Required work: Only the lines below starting at the one that contains "-73,7 +73,25 @@" and ending at the one that contains "2.0 * i / 4.0)" are to be reproduced, exactly and with both ends kept.

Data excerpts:
=====
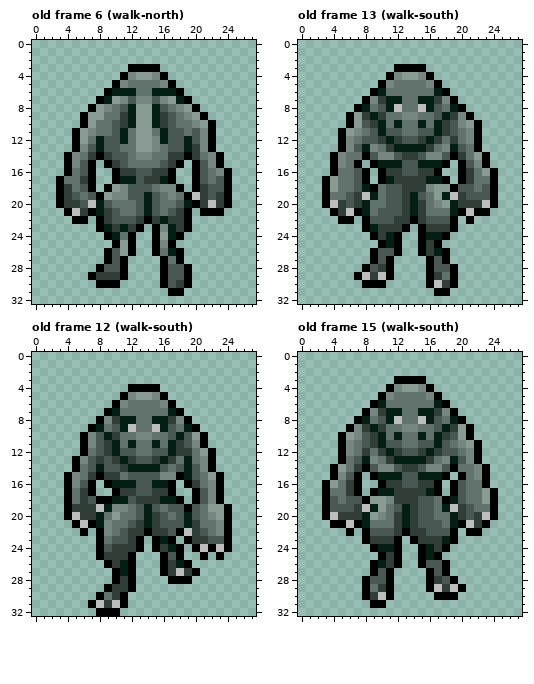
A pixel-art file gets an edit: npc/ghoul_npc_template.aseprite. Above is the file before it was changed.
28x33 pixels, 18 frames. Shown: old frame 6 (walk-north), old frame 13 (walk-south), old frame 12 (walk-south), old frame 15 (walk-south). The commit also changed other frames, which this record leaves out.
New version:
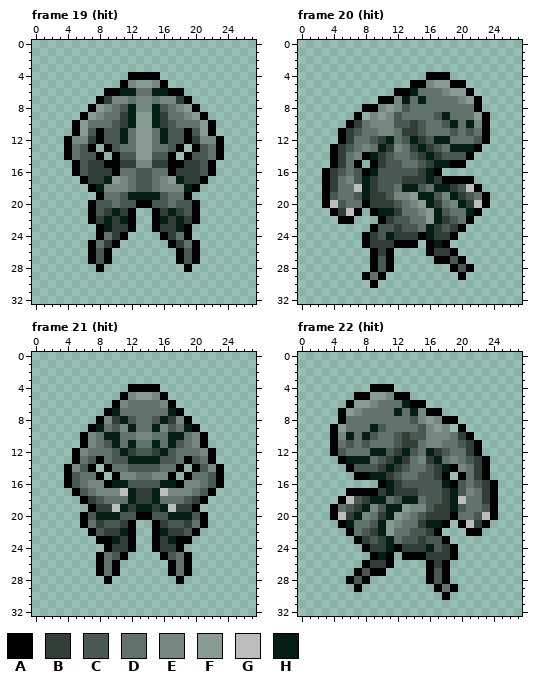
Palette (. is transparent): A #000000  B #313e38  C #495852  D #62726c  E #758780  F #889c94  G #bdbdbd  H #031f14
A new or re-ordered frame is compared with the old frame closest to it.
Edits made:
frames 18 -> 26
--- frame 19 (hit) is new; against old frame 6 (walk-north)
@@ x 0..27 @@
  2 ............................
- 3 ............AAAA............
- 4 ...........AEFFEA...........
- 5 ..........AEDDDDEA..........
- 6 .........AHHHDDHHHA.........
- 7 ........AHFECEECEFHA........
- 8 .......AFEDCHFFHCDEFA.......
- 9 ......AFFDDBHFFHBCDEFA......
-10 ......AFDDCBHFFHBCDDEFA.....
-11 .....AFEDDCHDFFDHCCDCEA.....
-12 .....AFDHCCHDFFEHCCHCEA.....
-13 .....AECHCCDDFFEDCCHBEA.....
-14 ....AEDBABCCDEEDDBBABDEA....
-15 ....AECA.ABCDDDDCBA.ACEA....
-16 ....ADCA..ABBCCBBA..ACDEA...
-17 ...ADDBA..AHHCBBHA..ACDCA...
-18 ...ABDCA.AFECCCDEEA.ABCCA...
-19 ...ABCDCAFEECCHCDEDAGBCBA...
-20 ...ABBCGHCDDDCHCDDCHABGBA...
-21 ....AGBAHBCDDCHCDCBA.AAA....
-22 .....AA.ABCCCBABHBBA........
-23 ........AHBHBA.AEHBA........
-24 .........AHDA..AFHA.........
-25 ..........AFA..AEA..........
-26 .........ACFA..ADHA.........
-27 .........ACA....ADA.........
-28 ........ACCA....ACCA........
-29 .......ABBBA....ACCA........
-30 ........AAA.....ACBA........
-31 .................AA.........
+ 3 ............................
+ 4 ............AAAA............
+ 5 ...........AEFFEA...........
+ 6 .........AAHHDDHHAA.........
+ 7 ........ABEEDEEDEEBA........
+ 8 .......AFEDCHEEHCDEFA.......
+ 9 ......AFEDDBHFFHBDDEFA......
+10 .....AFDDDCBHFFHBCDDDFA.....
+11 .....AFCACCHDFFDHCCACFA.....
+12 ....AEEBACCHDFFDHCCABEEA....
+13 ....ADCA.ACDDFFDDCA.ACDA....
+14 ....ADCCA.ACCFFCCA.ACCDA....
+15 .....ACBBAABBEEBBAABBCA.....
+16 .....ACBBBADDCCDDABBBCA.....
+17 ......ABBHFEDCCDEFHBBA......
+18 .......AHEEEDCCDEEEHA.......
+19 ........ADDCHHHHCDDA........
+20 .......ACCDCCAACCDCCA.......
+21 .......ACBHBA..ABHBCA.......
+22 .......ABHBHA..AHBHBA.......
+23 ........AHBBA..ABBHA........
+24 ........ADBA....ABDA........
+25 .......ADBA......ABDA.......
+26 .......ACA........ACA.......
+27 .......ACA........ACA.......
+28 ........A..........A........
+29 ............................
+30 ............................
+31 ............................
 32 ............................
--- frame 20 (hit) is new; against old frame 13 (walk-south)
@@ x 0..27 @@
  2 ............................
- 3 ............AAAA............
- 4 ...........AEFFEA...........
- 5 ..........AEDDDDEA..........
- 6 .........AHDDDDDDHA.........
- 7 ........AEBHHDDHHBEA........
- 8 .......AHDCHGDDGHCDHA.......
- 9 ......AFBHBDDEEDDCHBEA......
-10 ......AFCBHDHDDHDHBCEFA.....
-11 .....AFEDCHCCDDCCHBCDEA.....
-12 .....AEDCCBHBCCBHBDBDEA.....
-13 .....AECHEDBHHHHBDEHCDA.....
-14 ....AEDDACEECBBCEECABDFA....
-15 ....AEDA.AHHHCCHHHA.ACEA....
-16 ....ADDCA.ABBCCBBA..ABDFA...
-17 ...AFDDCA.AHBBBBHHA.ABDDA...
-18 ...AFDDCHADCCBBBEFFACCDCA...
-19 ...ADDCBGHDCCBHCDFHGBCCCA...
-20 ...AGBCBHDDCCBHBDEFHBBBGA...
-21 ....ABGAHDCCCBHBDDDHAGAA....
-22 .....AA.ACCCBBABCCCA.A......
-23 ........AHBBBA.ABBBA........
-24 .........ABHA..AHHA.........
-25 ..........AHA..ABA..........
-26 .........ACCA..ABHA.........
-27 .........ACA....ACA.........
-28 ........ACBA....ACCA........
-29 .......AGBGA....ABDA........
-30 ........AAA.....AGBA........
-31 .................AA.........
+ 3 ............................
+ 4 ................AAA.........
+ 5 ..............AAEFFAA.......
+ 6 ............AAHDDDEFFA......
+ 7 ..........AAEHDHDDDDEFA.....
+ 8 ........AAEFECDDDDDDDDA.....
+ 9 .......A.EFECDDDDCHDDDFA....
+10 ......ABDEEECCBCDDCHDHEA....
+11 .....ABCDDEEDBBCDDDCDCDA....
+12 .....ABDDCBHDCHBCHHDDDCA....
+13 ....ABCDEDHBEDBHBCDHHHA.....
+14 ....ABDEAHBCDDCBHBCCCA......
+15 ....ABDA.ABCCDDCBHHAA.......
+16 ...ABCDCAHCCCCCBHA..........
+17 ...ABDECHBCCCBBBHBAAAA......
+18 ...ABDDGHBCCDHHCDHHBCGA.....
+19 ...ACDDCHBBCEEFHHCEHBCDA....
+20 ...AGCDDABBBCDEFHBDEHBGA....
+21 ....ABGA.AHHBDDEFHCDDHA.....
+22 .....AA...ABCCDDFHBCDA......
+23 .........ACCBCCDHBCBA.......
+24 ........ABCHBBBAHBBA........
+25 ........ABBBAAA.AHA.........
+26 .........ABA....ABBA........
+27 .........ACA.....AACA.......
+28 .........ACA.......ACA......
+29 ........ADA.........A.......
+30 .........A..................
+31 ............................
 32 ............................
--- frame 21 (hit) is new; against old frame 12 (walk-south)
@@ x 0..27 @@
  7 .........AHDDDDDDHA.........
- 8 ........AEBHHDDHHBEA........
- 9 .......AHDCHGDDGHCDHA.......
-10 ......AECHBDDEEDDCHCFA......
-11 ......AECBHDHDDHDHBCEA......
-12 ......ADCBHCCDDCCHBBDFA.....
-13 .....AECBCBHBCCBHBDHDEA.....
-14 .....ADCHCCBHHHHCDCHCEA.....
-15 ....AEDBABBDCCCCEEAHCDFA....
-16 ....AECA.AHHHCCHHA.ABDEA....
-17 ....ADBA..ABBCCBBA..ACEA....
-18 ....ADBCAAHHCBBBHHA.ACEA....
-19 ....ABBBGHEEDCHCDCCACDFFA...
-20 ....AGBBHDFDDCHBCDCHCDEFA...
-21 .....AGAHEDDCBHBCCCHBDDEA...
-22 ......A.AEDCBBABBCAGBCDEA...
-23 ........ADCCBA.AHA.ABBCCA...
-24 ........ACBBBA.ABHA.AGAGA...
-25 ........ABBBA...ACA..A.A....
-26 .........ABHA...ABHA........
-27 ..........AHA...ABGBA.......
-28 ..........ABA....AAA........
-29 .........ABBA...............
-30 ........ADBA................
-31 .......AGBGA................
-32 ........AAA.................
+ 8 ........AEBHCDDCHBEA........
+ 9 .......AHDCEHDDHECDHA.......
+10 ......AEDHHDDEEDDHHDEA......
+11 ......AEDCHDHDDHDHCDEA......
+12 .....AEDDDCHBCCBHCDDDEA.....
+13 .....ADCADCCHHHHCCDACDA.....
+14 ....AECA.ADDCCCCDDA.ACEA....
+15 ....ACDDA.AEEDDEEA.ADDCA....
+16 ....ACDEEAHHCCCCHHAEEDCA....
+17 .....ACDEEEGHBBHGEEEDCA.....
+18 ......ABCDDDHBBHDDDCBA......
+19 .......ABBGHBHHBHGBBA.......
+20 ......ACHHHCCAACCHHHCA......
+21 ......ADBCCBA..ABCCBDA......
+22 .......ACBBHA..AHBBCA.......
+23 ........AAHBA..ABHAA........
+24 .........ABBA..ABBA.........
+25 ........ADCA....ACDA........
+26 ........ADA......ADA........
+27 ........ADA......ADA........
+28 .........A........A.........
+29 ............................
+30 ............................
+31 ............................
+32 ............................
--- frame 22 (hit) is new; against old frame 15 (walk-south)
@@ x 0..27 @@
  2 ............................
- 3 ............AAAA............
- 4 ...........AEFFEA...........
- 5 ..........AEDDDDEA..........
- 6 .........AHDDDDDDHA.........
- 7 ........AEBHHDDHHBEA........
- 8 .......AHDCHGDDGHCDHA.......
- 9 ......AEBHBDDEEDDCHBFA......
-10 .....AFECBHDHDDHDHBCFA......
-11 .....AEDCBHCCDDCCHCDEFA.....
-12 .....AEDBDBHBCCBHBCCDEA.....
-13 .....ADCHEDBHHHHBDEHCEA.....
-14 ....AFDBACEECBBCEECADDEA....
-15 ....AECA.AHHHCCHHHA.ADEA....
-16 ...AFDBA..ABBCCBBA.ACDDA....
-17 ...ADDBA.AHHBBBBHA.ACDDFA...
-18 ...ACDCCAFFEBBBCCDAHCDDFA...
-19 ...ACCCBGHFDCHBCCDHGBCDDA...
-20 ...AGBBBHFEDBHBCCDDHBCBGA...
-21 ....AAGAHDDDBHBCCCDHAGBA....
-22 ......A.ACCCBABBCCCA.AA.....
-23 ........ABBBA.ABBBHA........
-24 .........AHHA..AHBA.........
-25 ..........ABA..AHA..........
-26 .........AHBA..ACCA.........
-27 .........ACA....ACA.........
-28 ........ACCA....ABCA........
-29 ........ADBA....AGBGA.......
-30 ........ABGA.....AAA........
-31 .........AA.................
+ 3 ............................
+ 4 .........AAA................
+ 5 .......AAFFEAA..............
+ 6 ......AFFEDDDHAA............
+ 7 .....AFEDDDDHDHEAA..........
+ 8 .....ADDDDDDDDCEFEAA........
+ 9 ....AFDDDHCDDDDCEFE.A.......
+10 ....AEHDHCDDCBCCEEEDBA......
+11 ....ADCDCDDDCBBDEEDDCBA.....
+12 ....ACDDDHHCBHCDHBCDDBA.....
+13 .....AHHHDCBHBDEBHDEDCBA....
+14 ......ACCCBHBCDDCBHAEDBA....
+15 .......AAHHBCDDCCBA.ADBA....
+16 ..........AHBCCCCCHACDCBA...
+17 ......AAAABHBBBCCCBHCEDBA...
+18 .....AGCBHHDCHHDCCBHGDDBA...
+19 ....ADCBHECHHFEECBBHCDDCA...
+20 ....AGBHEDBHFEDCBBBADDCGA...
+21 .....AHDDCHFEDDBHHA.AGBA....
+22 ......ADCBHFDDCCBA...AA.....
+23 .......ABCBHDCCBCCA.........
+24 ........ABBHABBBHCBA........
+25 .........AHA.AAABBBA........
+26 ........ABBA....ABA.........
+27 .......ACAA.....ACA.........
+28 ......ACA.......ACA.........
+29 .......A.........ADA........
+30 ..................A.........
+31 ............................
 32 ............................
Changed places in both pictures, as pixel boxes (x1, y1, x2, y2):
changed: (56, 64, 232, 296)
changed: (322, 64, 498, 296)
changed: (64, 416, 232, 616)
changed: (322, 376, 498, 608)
=====
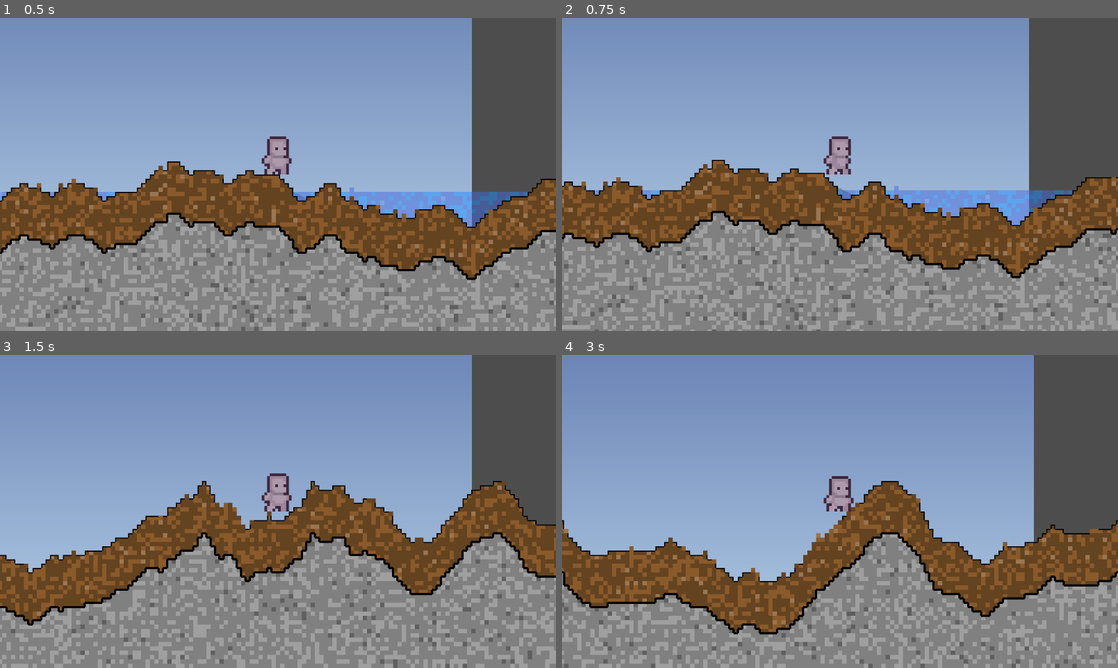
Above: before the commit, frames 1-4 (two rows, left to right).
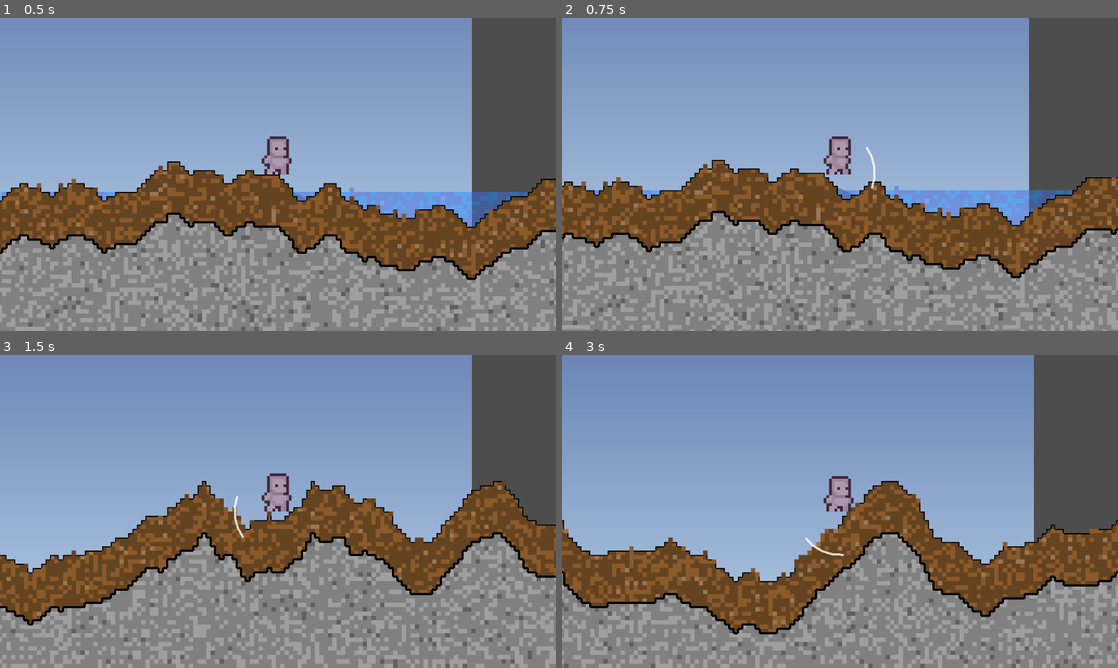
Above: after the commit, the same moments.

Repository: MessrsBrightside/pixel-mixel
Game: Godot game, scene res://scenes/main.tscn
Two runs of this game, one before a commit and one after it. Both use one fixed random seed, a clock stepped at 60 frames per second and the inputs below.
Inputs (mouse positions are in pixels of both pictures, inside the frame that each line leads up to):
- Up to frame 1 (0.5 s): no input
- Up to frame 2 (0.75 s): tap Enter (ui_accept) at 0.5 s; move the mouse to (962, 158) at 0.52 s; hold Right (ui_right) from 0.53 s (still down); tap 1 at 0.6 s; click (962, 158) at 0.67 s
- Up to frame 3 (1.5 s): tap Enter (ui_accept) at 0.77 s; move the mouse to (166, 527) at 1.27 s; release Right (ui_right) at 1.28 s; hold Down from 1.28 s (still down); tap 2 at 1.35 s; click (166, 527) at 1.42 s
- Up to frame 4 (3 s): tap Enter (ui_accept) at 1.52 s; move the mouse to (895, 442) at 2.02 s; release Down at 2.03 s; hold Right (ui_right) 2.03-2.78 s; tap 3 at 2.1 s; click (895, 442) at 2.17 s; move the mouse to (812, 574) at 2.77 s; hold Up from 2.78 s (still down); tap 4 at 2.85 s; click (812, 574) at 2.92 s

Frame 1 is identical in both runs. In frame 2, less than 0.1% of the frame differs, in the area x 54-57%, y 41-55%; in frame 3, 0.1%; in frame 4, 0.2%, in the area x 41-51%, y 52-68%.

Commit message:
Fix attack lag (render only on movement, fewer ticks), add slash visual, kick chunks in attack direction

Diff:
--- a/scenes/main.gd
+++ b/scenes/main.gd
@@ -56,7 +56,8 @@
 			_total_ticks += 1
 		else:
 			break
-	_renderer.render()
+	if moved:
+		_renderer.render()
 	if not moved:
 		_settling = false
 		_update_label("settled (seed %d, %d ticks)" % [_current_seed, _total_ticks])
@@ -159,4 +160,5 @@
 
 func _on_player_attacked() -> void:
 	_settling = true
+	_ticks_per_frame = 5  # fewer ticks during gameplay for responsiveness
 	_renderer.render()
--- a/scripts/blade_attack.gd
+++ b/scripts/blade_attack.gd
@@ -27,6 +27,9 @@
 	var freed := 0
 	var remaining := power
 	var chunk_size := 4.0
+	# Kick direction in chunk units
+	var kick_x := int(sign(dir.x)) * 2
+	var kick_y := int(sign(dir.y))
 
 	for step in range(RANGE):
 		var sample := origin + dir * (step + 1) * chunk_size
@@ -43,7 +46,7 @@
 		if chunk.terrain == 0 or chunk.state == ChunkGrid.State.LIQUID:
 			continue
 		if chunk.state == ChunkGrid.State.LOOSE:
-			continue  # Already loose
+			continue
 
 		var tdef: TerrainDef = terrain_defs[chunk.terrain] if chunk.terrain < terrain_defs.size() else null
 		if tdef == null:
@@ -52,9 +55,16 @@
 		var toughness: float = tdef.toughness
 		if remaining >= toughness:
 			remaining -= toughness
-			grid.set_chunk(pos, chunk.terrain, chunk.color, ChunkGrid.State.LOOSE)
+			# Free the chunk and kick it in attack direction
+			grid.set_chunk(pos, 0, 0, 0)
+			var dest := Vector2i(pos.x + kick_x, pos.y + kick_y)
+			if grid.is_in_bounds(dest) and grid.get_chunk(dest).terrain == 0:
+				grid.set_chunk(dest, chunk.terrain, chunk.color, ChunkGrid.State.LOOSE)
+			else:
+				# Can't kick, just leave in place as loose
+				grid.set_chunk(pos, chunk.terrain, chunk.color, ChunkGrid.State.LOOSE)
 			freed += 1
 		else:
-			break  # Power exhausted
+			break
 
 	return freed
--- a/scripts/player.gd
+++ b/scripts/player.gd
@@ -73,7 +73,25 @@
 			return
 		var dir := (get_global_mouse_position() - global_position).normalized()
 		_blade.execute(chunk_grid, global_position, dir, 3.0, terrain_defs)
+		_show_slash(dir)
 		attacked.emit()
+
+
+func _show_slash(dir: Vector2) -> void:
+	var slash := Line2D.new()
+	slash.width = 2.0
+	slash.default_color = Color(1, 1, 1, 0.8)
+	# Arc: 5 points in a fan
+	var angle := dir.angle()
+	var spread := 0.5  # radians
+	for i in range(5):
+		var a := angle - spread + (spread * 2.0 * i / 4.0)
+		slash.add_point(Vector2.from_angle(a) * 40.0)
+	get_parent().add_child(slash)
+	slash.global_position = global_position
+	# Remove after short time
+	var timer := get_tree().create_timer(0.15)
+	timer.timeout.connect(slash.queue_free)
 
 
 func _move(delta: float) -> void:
=====
Finished exercise:
@@ -73,7 +73,25 @@
 			return
 		var dir := (get_global_mouse_position() - global_position).normalized()
 		_blade.execute(chunk_grid, global_position, dir, 3.0, terrain_defs)
+		_show_slash(dir)
 		attacked.emit()
+
+
+func _show_slash(dir: Vector2) -> void:
+	var slash := Line2D.new()
+	slash.width = 2.0
+	slash.default_color = Color(1, 1, 1, 0.8)
+	# Arc: 5 points in a fan
+	var angle := dir.angle()
+	var spread := 0.5  # radians
+	for i in range(5):
+		var a := angle - spread + (spread * 2.0 * i / 4.0)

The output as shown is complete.